Une discipline jeune, mais prometteuse
Si l’aromachologie ne revendique pas le statut de science médicale, contrairement à l’aromathérapie, ses fondements neurobiologiques sont de plus en plus documentés. Des institutions comme l’Inserm ou le CNRS explorent l’effet neurologique des odeurs sur le cerveau. Plusieurs travaux montrent que certaines senteurs influencent la production de neurotransmetteurs liés au plaisir ou au calme, comme la dopamine ou la sérotonine. L’Institut français des pratiques aromatiques (Ifpa), quant à lui, forme désormais les soignants à ces pratiques dans les milieux hospitaliers.
L’aromachologie s’invite aussi dans les domaines de la psychologie, de l’orthophonie, voire de la rééducation sensorielle chez les patients privés d’odorat, comme après une infection virale ou un traumatisme crânien.
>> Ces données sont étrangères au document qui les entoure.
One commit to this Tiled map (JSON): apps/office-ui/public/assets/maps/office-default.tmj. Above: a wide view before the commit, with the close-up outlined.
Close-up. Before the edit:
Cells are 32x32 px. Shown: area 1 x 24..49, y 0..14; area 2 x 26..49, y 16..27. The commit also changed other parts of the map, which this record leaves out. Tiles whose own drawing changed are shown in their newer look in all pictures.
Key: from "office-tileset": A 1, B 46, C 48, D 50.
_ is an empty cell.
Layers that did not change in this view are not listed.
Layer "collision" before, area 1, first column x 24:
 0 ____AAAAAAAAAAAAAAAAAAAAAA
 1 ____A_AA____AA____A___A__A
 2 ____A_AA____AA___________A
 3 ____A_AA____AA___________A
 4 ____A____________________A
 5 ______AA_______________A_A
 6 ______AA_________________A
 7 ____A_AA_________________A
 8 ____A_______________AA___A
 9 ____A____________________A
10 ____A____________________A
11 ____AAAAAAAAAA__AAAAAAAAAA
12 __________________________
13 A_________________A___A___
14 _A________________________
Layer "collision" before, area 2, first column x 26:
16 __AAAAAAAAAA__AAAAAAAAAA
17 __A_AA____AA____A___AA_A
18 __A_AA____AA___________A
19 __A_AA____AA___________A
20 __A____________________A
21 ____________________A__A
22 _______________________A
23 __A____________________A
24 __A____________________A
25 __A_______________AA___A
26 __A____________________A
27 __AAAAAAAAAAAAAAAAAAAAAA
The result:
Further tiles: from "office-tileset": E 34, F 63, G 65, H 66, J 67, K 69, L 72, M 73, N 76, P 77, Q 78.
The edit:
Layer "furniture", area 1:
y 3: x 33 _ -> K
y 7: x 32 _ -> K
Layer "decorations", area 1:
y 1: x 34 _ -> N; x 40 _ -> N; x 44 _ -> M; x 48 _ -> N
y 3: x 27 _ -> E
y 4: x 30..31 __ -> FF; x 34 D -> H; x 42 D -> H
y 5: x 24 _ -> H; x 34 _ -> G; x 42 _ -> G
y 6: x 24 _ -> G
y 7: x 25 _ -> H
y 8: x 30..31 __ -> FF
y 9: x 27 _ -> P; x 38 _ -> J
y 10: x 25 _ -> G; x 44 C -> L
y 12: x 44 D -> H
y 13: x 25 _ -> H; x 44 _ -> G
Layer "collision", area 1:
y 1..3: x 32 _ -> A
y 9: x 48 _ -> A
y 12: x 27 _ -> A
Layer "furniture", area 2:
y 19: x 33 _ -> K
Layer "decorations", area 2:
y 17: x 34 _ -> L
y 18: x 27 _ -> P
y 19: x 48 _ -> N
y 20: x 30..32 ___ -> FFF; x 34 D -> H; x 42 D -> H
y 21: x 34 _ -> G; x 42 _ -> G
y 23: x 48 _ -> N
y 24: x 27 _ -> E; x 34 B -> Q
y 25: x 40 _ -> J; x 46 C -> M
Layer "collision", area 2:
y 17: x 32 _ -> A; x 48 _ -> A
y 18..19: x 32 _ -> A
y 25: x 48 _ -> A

Par stimulation progressive de la mémoire olfactive, certains protocoles permettent de raviver l’odorat et, avec lui, des pans entiers de la mémoire affective. Une pratique qui avait son succès lors de l’épidémie de Covid-19.
Encore jeune, la discipline se structure, entre rituels individuels non reconnus scientifiquement, pratiques de soin encadrés, et création de parfums fonctionnels, purement esthétiques.
A utiliser avec précaution: limites et vigilance
Malgré ses promesses, l’aromachologie ne doit pas faire oublier que les huiles essentielles sont des substances hautement concentrées, parfois irritantes, allergènes ou contre-indiquées. Plusieurs agences de santé, dont l’Anses (Agence nationale de sécurité sanitaire de l’alimentation, de l’environnement et du travail), appellent à la prudence: une mauvaise utilisation peut entraîner des effets indésirables, notamment en cas d’inhalation prolongée ou d’usage sur les enfants, les femmes enceintes ou les personnes asthmatiques.
La variabilité de la qualité des produits disponibles sur le marché, l’absence de régulation stricte dans certains pays et la confusion entre approches scientifiques et usages commerciaux invitent à distinguer clairement les pratiques encadrées des promesses marketing. Enfin, si l’aromachologie peut améliorer le bien-être, elle ne saurait se substituer à une prise en charge médicale ou psychologique lorsque celle-ci s’impose.